__The Long Tail: What does it mean for the future of e-publishing?__
I'm active on a few author forums, and quite often I see
users posting about the long tail effect in ebook sales. Put simply, it's the
theory that although most sales come from a relatively small section of the
content available the internet allows the rest of it to be found too.

It's the theory that modern algorithms mean we can use
similar content to cross sell meaning that demand shifts from the big hitters,
who we all know and love, to the more obscure authors.

The main driving factor behind this is that in the ebook
world there is no real cost in having extra titles available for sale. If you
run a print store you've got inventory, shipping, returns and physical space
limitations. Amazon do not. EBooks are delivered digitally the cost in making a
page to sell one is miniscule in comparison to the average earnings per book.
Even niche titles are likely to be bought a handful of times by the author and
their immediate personal network.

Similarly with print on demand technology we can print and
ship books only on order. The costs for this are all built into the product,
and there are no fixed costs.

This all means Amazon have a huge selection at minimal cost.
This should in theory mean that some of the sales get spread out further.

Before we look at whether the long tail really works in
terms of selling niche products, let's look at how sales are split in our
theoretical long tail.

Academics use two models for determining which ebooks are
hits, and which are not (and are thus niche).

Simply put this is either relative or absolute.

A relative model would be '50% of all sales attributed to
the top 20% of all earners'. This is useful, but doesn't give any hint at the
numbers involved.

It could be that there are ten books, and half of the sales
are with book one. So by picking an arbitrary category of 'top 20%' we skew the
results. What we really want to do is identify only the outlier bestsellers -
which is unlikely to be conform to a nice neat rounded percentage.

The other method is to look at absolute numbers. 'Top 100
ebooks sell 100,000 copies a day'.

Therefore depending on whether we look at the 'Top #' or
'Top %' it's perfectly possible to conclude both the presence, and the absence,
of a long tail using exactly the same datum.

To illustrate this, let's pretend in year 2010 there are 100
ebooks for sale. The top 10 are 75% of the sales by revenue (which is again a
complication given revenue does not equal gross total sales - higher priced
ebooks will yield more per sale).

Another 400 ebooks are added in 2011. Now it takes the top
25 to account for 75% of the sales total.
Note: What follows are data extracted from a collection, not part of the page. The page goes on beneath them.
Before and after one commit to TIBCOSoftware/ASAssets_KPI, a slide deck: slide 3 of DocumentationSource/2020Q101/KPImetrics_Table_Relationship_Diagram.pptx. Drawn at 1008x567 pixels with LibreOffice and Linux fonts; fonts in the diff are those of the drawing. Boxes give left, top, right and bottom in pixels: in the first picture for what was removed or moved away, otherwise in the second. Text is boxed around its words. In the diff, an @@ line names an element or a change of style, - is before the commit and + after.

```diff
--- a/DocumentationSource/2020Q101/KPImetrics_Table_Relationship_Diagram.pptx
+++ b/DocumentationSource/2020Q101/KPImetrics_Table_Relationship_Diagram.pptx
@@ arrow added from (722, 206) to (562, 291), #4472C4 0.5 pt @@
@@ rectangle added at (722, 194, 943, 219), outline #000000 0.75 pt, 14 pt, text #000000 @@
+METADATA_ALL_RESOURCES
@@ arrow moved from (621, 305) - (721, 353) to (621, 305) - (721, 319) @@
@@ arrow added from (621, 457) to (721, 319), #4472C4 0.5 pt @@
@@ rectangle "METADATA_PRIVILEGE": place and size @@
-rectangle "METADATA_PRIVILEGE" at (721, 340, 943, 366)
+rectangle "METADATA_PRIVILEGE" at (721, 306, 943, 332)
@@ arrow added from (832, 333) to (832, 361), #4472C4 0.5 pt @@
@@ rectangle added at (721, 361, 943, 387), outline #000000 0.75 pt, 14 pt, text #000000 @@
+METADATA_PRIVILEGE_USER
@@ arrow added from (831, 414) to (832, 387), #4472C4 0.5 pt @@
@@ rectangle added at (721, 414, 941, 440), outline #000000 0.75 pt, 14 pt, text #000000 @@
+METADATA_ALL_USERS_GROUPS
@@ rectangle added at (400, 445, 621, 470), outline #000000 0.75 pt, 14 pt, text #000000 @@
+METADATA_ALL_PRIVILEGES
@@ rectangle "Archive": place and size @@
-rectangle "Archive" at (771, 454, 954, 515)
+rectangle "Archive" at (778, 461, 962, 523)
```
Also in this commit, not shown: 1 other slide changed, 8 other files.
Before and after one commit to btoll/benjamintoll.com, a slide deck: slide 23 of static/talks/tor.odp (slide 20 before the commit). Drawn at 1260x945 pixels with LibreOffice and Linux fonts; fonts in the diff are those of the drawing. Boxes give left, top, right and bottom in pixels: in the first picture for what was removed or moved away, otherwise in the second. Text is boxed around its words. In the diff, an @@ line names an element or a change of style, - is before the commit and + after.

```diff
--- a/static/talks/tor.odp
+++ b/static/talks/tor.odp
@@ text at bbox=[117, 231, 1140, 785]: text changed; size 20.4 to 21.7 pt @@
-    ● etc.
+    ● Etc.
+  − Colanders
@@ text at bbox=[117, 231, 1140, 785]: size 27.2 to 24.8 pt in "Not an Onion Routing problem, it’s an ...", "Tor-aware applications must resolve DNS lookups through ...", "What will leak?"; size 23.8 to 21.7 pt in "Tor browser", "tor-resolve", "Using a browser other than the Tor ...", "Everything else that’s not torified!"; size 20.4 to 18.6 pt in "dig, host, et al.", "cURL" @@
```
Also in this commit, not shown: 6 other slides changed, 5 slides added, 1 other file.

Absolutely, the top list has expanded - which indicates a
shift down the hierarchy in terms of sales.

Relatively the top 10% used to sell 75%, now the top 6.25%
sell 75% - a shift AWAY from the long tail model.

__So how does this actually apply to the eBook market?__

There are

**1,281,286**eBooks listed in 'all eBooks' on the Amazon UK store. That's potentially a very long tail. At the top end of this the top one hundred are selling thousands a day typically. The top 5000 are selling enough to make a respectable living. Below that we hit the mid teens - which is typically one a day territory. Anything sub 100k is selling once in a blue moon.
New eBooks are added every
single day. The problem is most of this content isn't selling anything. If it
takes a modest sale a day to stay top 25,000 then that's 1.25 million eBooks
that aren't selling even that.

So if we used a rough 80/20
split as several studies suggest then Amazon UK's eBook store is NOT a long
tail model.

It is a wide distribution model
though. The idea is with a choice of over a million books we should be choosing
more randomly. Yet somehow we're still swayed by those in the top lists. In our
droves we jump on the bandwagon with titles like Wool and 50 Shades. Math would
say we're pretty crazy doing it. It appears to be a bit of a sheep mentality.

Really, it's simply Amazon
metrics. Their algorithms are self propagating.

Traditionally for endogenous
interest to build in a book the model would be very much based on human
interest. Let's pretend that we can reduce this to a mathematical number - the
average number of people we tell about the book. Let's further assume we have
an average number of sales per people told.

So if I tell 5 people, and 20%
buy then each buyer will gain you one further buyer.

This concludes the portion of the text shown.